病院やクリニックで治療を受けていると、自分の病名や治療経過、回復見込みなどを公的に証明しなければいけないことがあります。さまざまな理由があるとは思いますが、一番多いのは会社に対しての休職や復職の診断書でしょう。

しかしながら、内科や外科など身体の病気の診断書と異なり、精神科や心療内科の診断書はあいまいな部分も多く、認識の誤解から様々な問題が生じることが少なくありません。

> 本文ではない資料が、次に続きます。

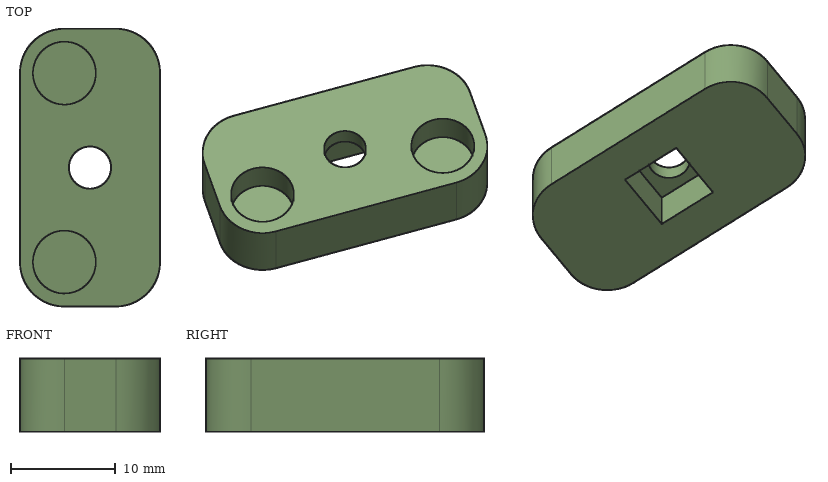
import cadquery as cq

pocket_spacing = 18.0
corner_radius = 4.25
flat_width = 4.88
width = flat_width + 2 * corner_radius
length = pocket_spacing + 2 * corner_radius
height = 7.0

pocket_diameter = 6.0
pocket_depth = 3.5
pocket_x = -flat_width / 2

hole_diameter = 4.0
roof_thickness = 2.0
recess_side = 6.0
recess_depth = height - roof_thickness


def rounded_block():
    """Block standing on Z = 0 with rounded vertical edges."""
    block = cq.Workplane("XY").box(width, length, height, centered=(True, True, False))
    return block.edges("|Z").fillet(corner_radius)


def cut_pockets(body):
    """Sink one blind pocket near each end from the top face."""
    pocket_centers = [(pocket_x, side * pocket_spacing / 2) for side in (-1, 1)]
    pockets = (
        cq.Workplane("XY", origin=(0, 0, height))
        .pushPoints(pocket_centers)
        .circle(pocket_diameter / 2)
        .extrude(-pocket_depth)
    )
    return body.cut(pockets)


def cut_central_hole(body):
    """Drill the central hole through the full height."""
    hole = cq.Workplane("XY").circle(hole_diameter / 2).extrude(height)
    return body.cut(hole)


def cut_recess(body):
    """Sink the square recess from the bottom face, leaving a roof above it."""
    recess = cq.Workplane("XY").rect(recess_side, recess_side).extrude(recess_depth)
    return body.cut(recess)


result = rounded_block()
result = cut_pockets(result)
result = cut_recess(result)
result = cut_central_hole(result)
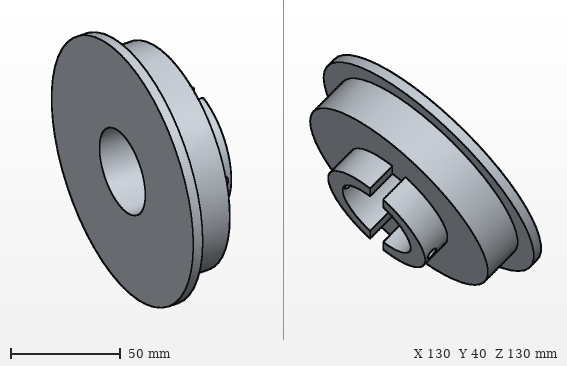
import cadquery as cq

flange_diameter = 130.0
body_diameter = 110.0
hub_diameter = 60.0
bore_diameter = 42.0
total_length = 40.0
flange_thickness = 5.0
hub_length = 15.1
slot_width = 8.0
pin_hole_diameter = 5.8
pin_hole_end_distance = 4.5

body_end = total_length - hub_length


def cylinder_along_y(diameter, length):
    """Cylinder on the Y axis, running from Y = 0 to Y = length."""
    return cq.Workplane("XZ").circle(diameter / 2).extrude(-length)


flange = cylinder_along_y(flange_diameter, flange_thickness)
body = cylinder_along_y(body_diameter, body_end)
hub = cylinder_along_y(hub_diameter, total_length)
bore = cylinder_along_y(bore_diameter, total_length)
stepped_body = flange.union(body).union(hub).cut(bore)

slot = (
    cq.Workplane("XY")
    .box(slot_width, hub_length, hub_diameter)
    .translate((0, body_end + hub_length / 2, 0))
)

pin_hole = (
    cq.Workplane("YZ")
    .center(total_length - pin_hole_end_distance, 0)
    .circle(pin_hole_diameter / 2)
    .extrude(hub_diameter / 2, both=True)
)

result = stepped_body.cut(slot).cut(pin_hole)
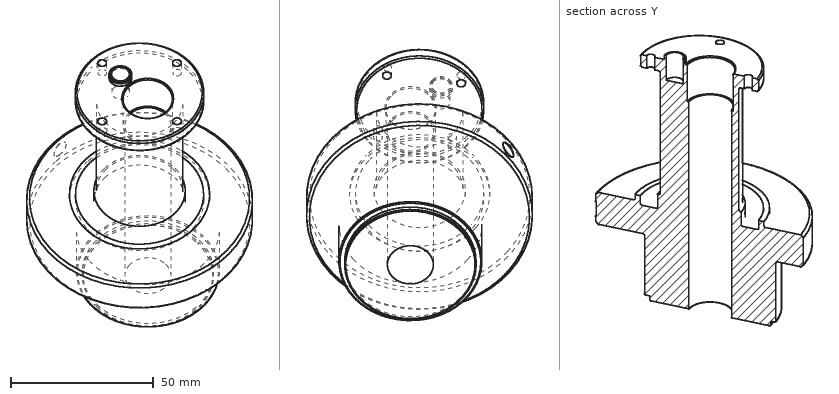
import cadquery as cq
import math

total_height = 100.5
pin_projection = 1.8
flange_thickness = 5.2
flange_top = total_height - pin_projection
flange_bottom = flange_top - flange_thickness
collar_top = 43.7
rim_top = 41.7
disc_top = 39.5
disc_thickness = 13.1
disc_bottom = disc_top - disc_thickness
recess_floor = 38.0
lip_height = 1.9

flange_radius = 22.5
column_radius = 15.1
collar_radius = 16.0
rim_outer_radius = 24.5
rim_inner_radius = 22.4
disc_radius = 39.5
barrel_radius = 25.0
lip_radius = 23.0

disc_chamfer = 1.0
flange_chamfer = 0.6
small_chamfer = 0.4
corner_fillet = 0.5

eccentricity = 4.0
bore_radius = 8.0
bore_mouth_radius = 8.6
bore_mouth_depth = 15.1

pin_offset = 9.4
pin_radius = 4.0
pin_hole_radius = 3.1
pin_hole_depth = 10.0
pin_chamfer = 0.4

bolt_circle_radius = 18.5
bolt_hole_radius = 1.5
bolt_count = 4

spot_height = 32.5
spot_radius = 3.0
spot_depth = 0.2


def cylinder(radius, bottom, top, x=0):
    """Upright cylinder between two heights."""
    return cq.Workplane("XY", origin=(x, 0, bottom)).circle(radius).extrude(top - bottom)


def corner_ring(radius, height, direction, x=0):
    """Concave fillet around a round section where it meets a horizontal face.

    direction is +1 when the section rises from the face, -1 when it hangs below.
    """
    outer = radius + corner_fillet
    end = height + direction * corner_fillet
    sag = corner_fillet * (1 - math.sqrt(0.5))
    profile = (
        cq.Workplane("XZ")
        .moveTo(0, height)
        .lineTo(outer, height)
        .threePointArc((radius + sag, height + direction * sag), (radius, end))
        .lineTo(0, end)
        .close()
    )
    return profile.revolve(360, (0, 0, 0), (0, 1, 0)).translate((x, 0, 0))


def make_disc():
    """Large disc with a raised rim around a shallow annular recess."""
    disc = cylinder(disc_radius, disc_bottom, disc_top).edges().chamfer(disc_chamfer)
    rim = cylinder(rim_outer_radius, disc_top, rim_top)
    recess = cylinder(rim_inner_radius, recess_floor, rim_top)
    recess = recess.faces("<Z").edges().fillet(corner_fillet)
    return disc.union(rim).union(corner_ring(rim_outer_radius, disc_top, 1)).cut(recess)


def make_column():
    """Column standing in the recess on a collar and carrying the top flange."""
    collar = cylinder(collar_radius, recess_floor, collar_top)
    shaft = cylinder(column_radius, collar_top, flange_bottom)
    flange = cylinder(flange_radius, flange_bottom, flange_top).edges().chamfer(flange_chamfer)
    column = collar.union(shaft).union(flange)
    column = column.union(corner_ring(collar_radius, recess_floor, 1))
    column = column.union(corner_ring(column_radius, collar_top, 1))
    return column.union(corner_ring(column_radius, flange_bottom, -1))


def make_barrel():
    """Eccentric barrel below the disc, ending in a narrower lip."""
    barrel = cylinder(barrel_radius, lip_height, disc_bottom, eccentricity)
    barrel = barrel.faces("<Z").edges().chamfer(small_chamfer)
    lip = cylinder(lip_radius, 0, lip_height, eccentricity)
    lip = lip.faces("<Z").edges().chamfer(small_chamfer)
    return barrel.union(lip).union(corner_ring(barrel_radius, disc_bottom, -1, eccentricity))


def make_bore():
    """Through bore with a wider, chamfered mouth at the flange."""
    mouth_bottom = flange_top - bore_mouth_depth
    outline = [
        (0, 0),
        (bore_radius, 0),
        (bore_radius, mouth_bottom),
        (bore_mouth_radius, mouth_bottom),
        (bore_mouth_radius, flange_top - small_chamfer),
        (bore_mouth_radius + small_chamfer, flange_top),
        (0, flange_top),
    ]
    bore = cq.Workplane("XZ").polyline(outline).close().revolve(360, (0, 0, 0), (0, 1, 0))
    return bore.translate((eccentricity, 0, 0))


def make_bolt_holes():
    """Ring of holes through the flange."""
    return (
        cq.Workplane("XY", origin=(0, 0, flange_bottom))
        .polarArray(bolt_circle_radius, 0, 360, bolt_count)
        .circle(bolt_hole_radius)
        .extrude(flange_thickness)
    )


pin = cylinder(pin_radius, flange_bottom, total_height, -pin_offset)
pin = pin.faces(">Z").edges().chamfer(pin_chamfer)
pin_hole = cylinder(pin_hole_radius, total_height - pin_hole_depth, total_height, -pin_offset)

spot = (
    cq.Workplane("YZ", origin=(-disc_radius, 0, spot_height))
    .circle(spot_radius)
    .extrude(spot_depth)
)

result = make_disc().union(make_column()).union(make_barrel()).union(pin)
result = result.cut(make_bore()).cut(pin_hole).cut(make_bolt_holes()).cut(spot)
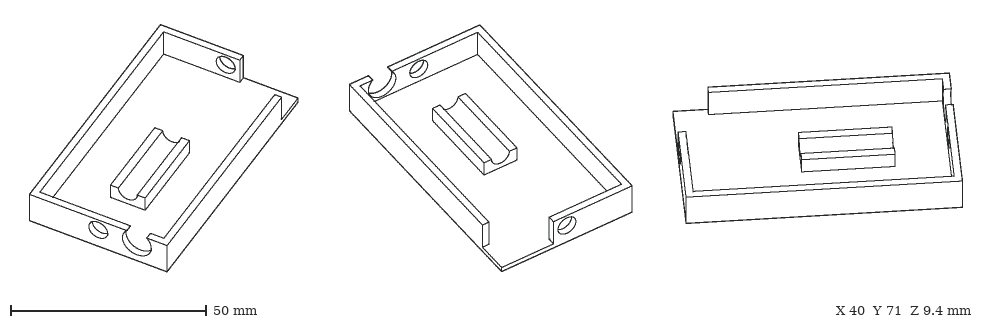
import cadquery as cq

width = 40.0
length = 71.0
height = 9.4
wall = 2.0
floor = 1.5

back_wall_end_x = 4.1
side_wall_gap = 8.95

rod_diameter = 5.5
rod_z = 5.8

notch_diameter = 8.4
notch_x = 11.2
notch_z = 6.3

cradle_width = 10.1
cradle_length = 24.0
cradle_front_offset = 16.05

front_y = -length / 2
back_y = length / 2
side_x = width / 2


def box_between(low, high):
    """Box spanning two opposite corners."""
    size = [b - a for a, b in zip(low, high)]
    return cq.Workplane("XY").box(*size, centered=False).translate(low)


def bore(diameter, x, z, start_y, depth):
    """Cylinder along +Y, beginning at start_y."""
    axis_start = cq.Vector(x, start_y, z)
    return cq.Workplane(cq.Solid.makeCylinder(diameter / 2, depth, axis_start, cq.Vector(0, 1, 0)))


def make_tray():
    """Floor with surrounding walls, open at one corner."""
    tray = box_between((-side_x, front_y, 0), (side_x, back_y, height))
    cavity = box_between(
        (-side_x + wall, front_y + wall, floor),
        (side_x - wall, back_y - wall, height),
    )
    corner_opening = box_between(
        (back_wall_end_x, back_y - side_wall_gap, floor),
        (side_x, back_y, height),
    )
    return tray.cut(cavity).cut(corner_opening)


def make_cradle():
    """Block whose top reaches the rod axis, leaving a half-round groove after boring."""
    cradle_front_y = front_y + cradle_front_offset
    return box_between(
        (-cradle_width / 2, cradle_front_y, floor),
        (cradle_width / 2, cradle_front_y + cradle_length, rod_z),
    )


rod_bore = bore(rod_diameter, 0, rod_z, front_y, length)
notch = bore(notch_diameter, notch_x, notch_z, front_y, wall)

result = make_tray().union(make_cradle()).cut(rod_bore).cut(notch)
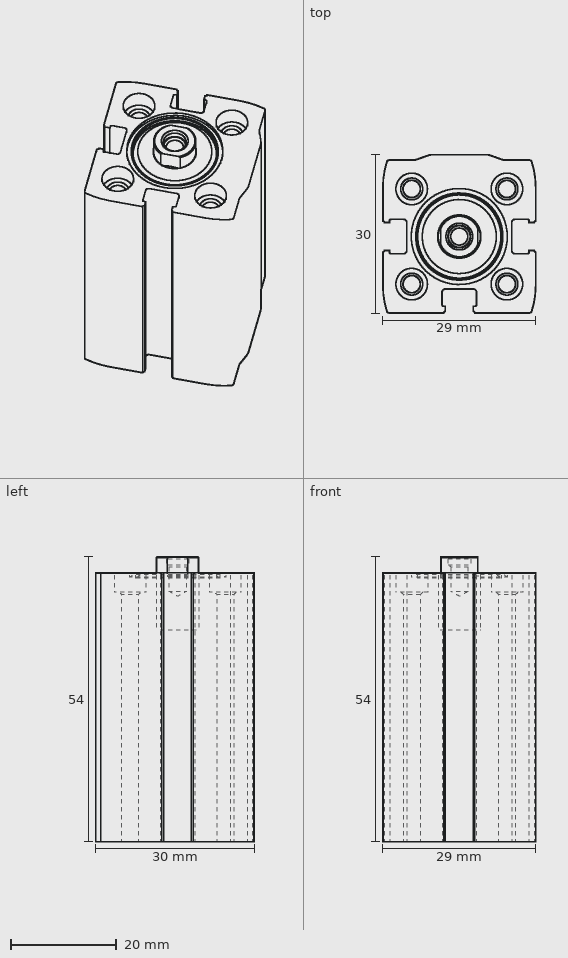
import cadquery as cq
import math

overall_height = 54.0
rod_protrusion = 3.0
housing_height = overall_height - rod_protrusion
width = 29.0
half_width = width / 2

ridge_rise = 1.0
ridge_half_top = 5.5
ridge_half_base = 8.35
ridge_blend_radius = 2.0
side_flat_half = 9.3
side_arc_radius = 16.0
corner_height = half_width
ridge_top = corner_height + ridge_rise
corner_radius = 0.55

slot_neck_half = 5.25 / 2
slot_half = 3.25
slot_neck_depth = 1.3
slot_depth = 4.55
slot_floor_radius = 0.6
slot_ledge_radius = 0.25
slot_lip_radius = 0.3
slot_angles = (0, 180, 270)

hole_spacing = 18.05
hole_diameter = 3.25
hole_chamfer_diameter = 4.15
counterbore_diameter = 6.0
counterbore_depth = 3.6

recess_radius = 18.2 / 2
recess_depth = 0.75
outer_rim_radius = 8.25
groove_radius = 16.0 / 2
groove_floor_radius = 7.9
groove_depth = 0.95
bearing_edge_radius = 7.25
bearing_face_radius = 7.0
bearing_bevel = 0.15
bearing_drop = 0.25
bore_chamfer = 0.1

rod_diameter = 8.0
rod_embedded = 10.8
rod_bottom = housing_height - rod_embedded
rod_length = overall_height - rod_bottom
rod_chamfer = 0.15
rod_flat_half = 3.5
rod_flat_sink = 0.15
rod_flat_end = housing_height - bearing_drop - rod_flat_sink
rod_ledge_drop = 0.25

rod_mouth_radius = 2.55
rod_counterbore_radius = 4.3 / 2
rod_counterbore_length = 1.1
rod_core_mouth_radius = 4.1 / 2
rod_core_radius = 3.25 / 2
rod_core_depth = 6.5
drill_half_angle = 60.0


def housing_blank():
    """Extruded profile with bowed sides and a low ridge along +Y."""
    arc_rise = corner_height - side_flat_half

    def bowed_x(rise):
        return half_width - side_arc_radius + math.sqrt(side_arc_radius**2 - rise**2)

    corner_x = bowed_x(arc_rise)
    middle_x = bowed_x(arc_rise / 2)
    middle_y = side_flat_half + arc_rise / 2
    blank = (
        cq.Workplane("XY")
        .moveTo(-corner_x, -corner_height)
        .lineTo(corner_x, -corner_height)
        .threePointArc((middle_x, -middle_y), (half_width, -side_flat_half))
        .lineTo(half_width, side_flat_half)
        .threePointArc((middle_x, middle_y), (corner_x, corner_height))
        .lineTo(ridge_half_base, corner_height)
        .lineTo(ridge_half_top, ridge_top)
        .lineTo(-ridge_half_top, ridge_top)
        .lineTo(-ridge_half_base, corner_height)
        .lineTo(-corner_x, corner_height)
        .threePointArc((-middle_x, middle_y), (-half_width, side_flat_half))
        .lineTo(-half_width, -side_flat_half)
        .threePointArc((-middle_x, -middle_y), (-corner_x, -corner_height))
        .close()
        .extrude(housing_height)
    )

    for side in (-1, 1):
        vertical_edges = (
            (corner_x, -corner_height, corner_radius),
            (corner_x, corner_height, corner_radius),
            (ridge_half_base, corner_height, ridge_blend_radius),
            (ridge_half_top, ridge_top, ridge_blend_radius),
        )
        for x, y, radius in vertical_edges:
            edge_middle = (side * x, y, housing_height / 2)
            blank = blank.edges(cq.selectors.NearestToPointSelector(edge_middle)).fillet(radius)
    return blank


def slot_cutter():
    """T-shaped slot entering from the +X side, with rounded floor corners and mouth edges."""
    floor_x = half_width - slot_depth
    ledge_x = half_width - slot_neck_depth
    wide_part = (
        cq.Workplane("XY")
        .moveTo((floor_x + ledge_x) / 2, 0)
        .rect(ledge_x - floor_x, 2 * slot_half)
        .extrude(housing_height)
        .edges("|Z and <X")
        .fillet(slot_floor_radius)
        .edges("|Z and >X")
        .fillet(slot_ledge_radius)
    )
    mouth_half = slot_neck_half + slot_lip_radius
    lip_x = half_width - slot_lip_radius
    neck = (
        cq.Workplane("XY")
        .moveTo(ledge_x, -slot_neck_half)
        .lineTo(lip_x, -slot_neck_half)
        .radiusArc((half_width, -mouth_half), -slot_lip_radius)
        .lineTo(half_width, mouth_half)
        .radiusArc((lip_x, slot_neck_half), -slot_lip_radius)
        .lineTo(ledge_x, slot_neck_half)
        .close()
        .extrude(housing_height)
    )
    return wide_part.union(neck)


def mounting_hole_cutter():
    """Through hole with a chamfered edge below a flat-bottomed counterbore."""
    seat_z = housing_height - counterbore_depth
    hole_radius = hole_diameter / 2
    chamfer_radius = hole_chamfer_diameter / 2
    return (
        cq.Workplane("XZ")
        .moveTo(0, 0)
        .lineTo(hole_radius, 0)
        .lineTo(hole_radius, seat_z - (chamfer_radius - hole_radius))
        .lineTo(chamfer_radius, seat_z)
        .lineTo(counterbore_diameter / 2, seat_z)
        .lineTo(counterbore_diameter / 2, housing_height)
        .lineTo(0, housing_height)
        .close()
        .revolve(360, (0, 0), (0, 1))
    )


def bearing_face_cutter():
    """Stepped circular recess in the housing top: two outward-falling cones round a flat face."""
    face_z = housing_height - bearing_drop
    return (
        cq.Workplane("XZ")
        .moveTo(0, housing_height)
        .lineTo(0, face_z)
        .lineTo(bearing_face_radius, face_z)
        .lineTo(bearing_edge_radius, face_z - bearing_bevel)
        .lineTo(groove_floor_radius, housing_height - groove_depth)
        .lineTo(groove_radius, housing_height - groove_depth)
        .lineTo(groove_radius, face_z)
        .lineTo(outer_rim_radius, face_z)
        .lineTo(recess_radius, housing_height - recess_depth)
        .lineTo(recess_radius, housing_height)
        .close()
        .revolve(360, (0, 0), (0, 1))
    )


def rod_bore_cutter():
    """Blind bore that fits the rod, with a chamfered mouth in the bearing face."""
    face_z = housing_height - bearing_drop
    rod_radius = rod_diameter / 2
    return (
        cq.Workplane("XZ")
        .moveTo(0, rod_bottom)
        .lineTo(rod_radius, rod_bottom)
        .lineTo(rod_radius, face_z - bore_chamfer)
        .lineTo(rod_radius + bore_chamfer, face_z)
        .lineTo(0, face_z)
        .close()
        .revolve(360, (0, 0), (0, 1))
    )


def make_housing():
    body = housing_blank()
    for angle in slot_angles:
        body = body.cut(slot_cutter().rotate((0, 0, 0), (0, 0, 1), angle))
    for x in (-hole_spacing / 2, hole_spacing / 2):
        for y in (-hole_spacing / 2, hole_spacing / 2):
            body = body.cut(mounting_hole_cutter().translate((x, y, 0)))
    body = body.cut(bearing_face_cutter())
    return body.cut(rod_bore_cutter())


def threaded_hole_cutter():
    """Countersunk, counterbored hole in the rod end, with a chamfered core and drill-point bottom."""
    mouth_end = overall_height - (rod_mouth_radius - rod_counterbore_radius)
    counterbore_end = mouth_end - rod_counterbore_length
    core_start = counterbore_end - (rod_core_mouth_radius - rod_core_radius)
    core_end = overall_height - rod_core_depth
    tip_z = core_end - rod_core_radius / math.tan(math.radians(drill_half_angle))
    return (
        cq.Workplane("XZ")
        .moveTo(0, overall_height)
        .lineTo(rod_mouth_radius, overall_height)
        .lineTo(rod_counterbore_radius, mouth_end)
        .lineTo(rod_counterbore_radius, counterbore_end)
        .lineTo(rod_core_mouth_radius, counterbore_end)
        .lineTo(rod_core_radius, core_start)
        .lineTo(rod_core_radius, core_end)
        .lineTo(0, tip_z)
        .close()
        .revolve(360, (0, 0), (0, 1))
    )


def rod_flat_cutter():
    """Ring round the rod end, cleared between the flats, above a ledge that falls outward."""
    rod_radius = rod_diameter / 2
    ring = (
        cq.Workplane("XZ")
        .moveTo(rod_flat_half, rod_flat_end)
        .lineTo(rod_radius, rod_flat_end - rod_ledge_drop)
        .lineTo(rod_diameter, rod_flat_end - rod_ledge_drop)
        .lineTo(rod_diameter, overall_height)
        .lineTo(rod_flat_half, overall_height)
        .close()
        .revolve(360, (0, 0), (0, 1))
    )
    kept_slab = cq.Workplane("XY").rect(2 * rod_flat_half, 3 * rod_diameter).extrude(overall_height)
    return ring.cut(kept_slab)


def make_piston_rod():
    rod = (
        cq.Workplane("XY", origin=(0, 0, rod_bottom))
        .circle(rod_diameter / 2)
        .extrude(rod_length)
        .faces(">Z")
        .chamfer(rod_chamfer)
    )
    return rod.cut(rod_flat_cutter()).cut(threaded_hole_cutter())


housing = make_housing()
piston_rod = make_piston_rod()
result = cq.Compound.makeCompound([housing.val(), piston_rod.val()])
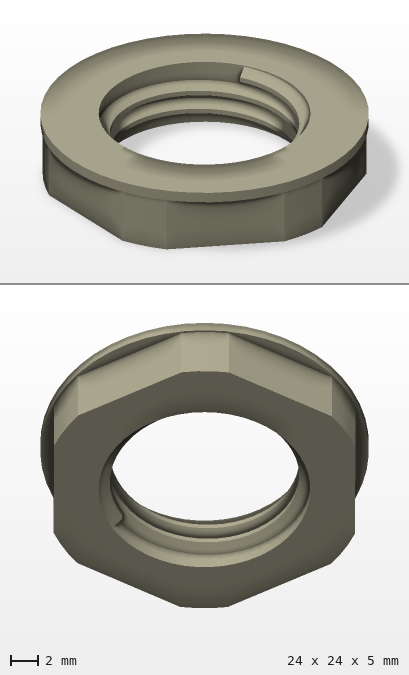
import cadquery as cq
import math

flange_diameter = 24.0
total_height = 5.0
flange_thickness = 0.8

hex_across_flats = 22.0
hex_corner_diameter = 23.66

thread_minor_diameter = 13.85
thread_pitch = 1.5
thread_turns = 2 + 1 / 3
flank_angle = 30.0
crest_width = thread_pitch / 4
ridge_base_width = thread_pitch * 7 / 8
ridge_height = (ridge_base_width - crest_width) / 2 / math.tan(math.radians(flank_angle))
bore_radius = thread_minor_diameter / 2 + ridge_height
ridge_embed = 0.07


def make_body():
    """Hexagon with rounded corners below a round flange, with a plain bore."""
    body_height = total_height - flange_thickness
    hex_width_over_corners = hex_across_flats / math.cos(math.radians(30))
    hexagon = cq.Workplane("XY").polygon(6, hex_width_over_corners).extrude(body_height)
    corner_cylinder = cq.Workplane("XY").circle(hex_corner_diameter / 2).extrude(body_height)
    flange = (
        cq.Workplane("XY")
        .workplane(offset=body_height)
        .circle(flange_diameter / 2)
        .extrude(flange_thickness)
    )
    bore = cq.Workplane("XY").circle(bore_radius).extrude(total_height)
    return hexagon.intersect(corner_cylinder).union(flange).cut(bore)


def make_thread_ridge():
    """Trapezoidal ridge, centred in the height, starting on the +X axis."""
    rise = thread_pitch * thread_turns
    start_height = (total_height - rise) / 2
    embedded_radius = bore_radius + ridge_embed
    embedded_width = ridge_base_width + 2 * ridge_embed * math.tan(math.radians(flank_angle))
    crest_radius = bore_radius - ridge_height
    helix = cq.Wire.makeHelix(thread_pitch, rise, bore_radius).translate(cq.Vector(0, 0, start_height))
    profile = cq.Workplane("XZ").polyline([
        (crest_radius, start_height - crest_width / 2),
        (embedded_radius, start_height - embedded_width / 2),
        (embedded_radius, start_height + embedded_width / 2),
        (crest_radius, start_height + crest_width / 2),
    ]).close()
    return profile.sweep(cq.Workplane(helix), isFrenet=True)


result = make_body().union(make_thread_ridge())

職場の方からすると、急に従業員から休職や復職の診断書を渡され対応に困ったり、患者さん本人からすると、診断書を持っていったのに受け取ってもらえなかったり…と、診断書がありながら休職・復職がスムーズにいかないことも少なくありません。

また、病名や期間についても曖昧で、診断書を見てもどういう状況なのか判断しにくいという声もきかれます。実際のところ、よくわからない部分が多いかと思います。

ここでは、精神科や心療内科の診断書の病名・休職期間・金額の違いなど様々な疑問についてみていきたいと思います。精神科や心療内科における診断書のもつ公的な意味や、本来の役割を整理してみましょう。それを踏まえて、患者さんの立場と会社の立場の両方にたって診断書の意味を考えていきたいと思います。

精神科・心療内科の診断書の様々な疑問

精神科・心療内科の診断書の様々な疑問についてみていきましょう。

ここでは、

  • 病名
  • 休職期間
  • 料金
  • 環境調整

の4つの点について、見ていきたいと思います。

精神科や心療内科の診断書は、その内容に曖昧さが感じられてしまうことが少なくありません。体の病気のように明確なイメージがつかずに、周囲の関係者からは腑に落ちない内容であることもあります。そうでなくとも、原因や対応がわからずに困ってしまうことも少なくありません。

中でももっとも多いのが、「病名」についての疑問です。診断書の病名欄には、「抑うつ状態」「うつ病」「適応障害」「自律神経失調症」などと書かれています。そして、休職や環境調整が必要であることが記載されています。

これらの病名を書かれても、何がどう違うのかわからない方も多いでしょうし、患者さんの中には「思いもよらない病名をかかれてしまった」と悩まれる方もいらっしゃいます。また、心の病気の診断書では休職期間が長いことも多く、会社側も患者さん本人も、「そこまで時間がかかるのか?」と感じることもあります。

また環境調整や休職についても、曖昧な書き方になっていることも多いです。「もっと具体的に書いてほしい」と不満や疑問を持つ方もいるかもしれません。その一方で具体的すぎて、「主治医の指示通りにできない」と頭を抱えてしまう担当者の方もいらっしゃいます。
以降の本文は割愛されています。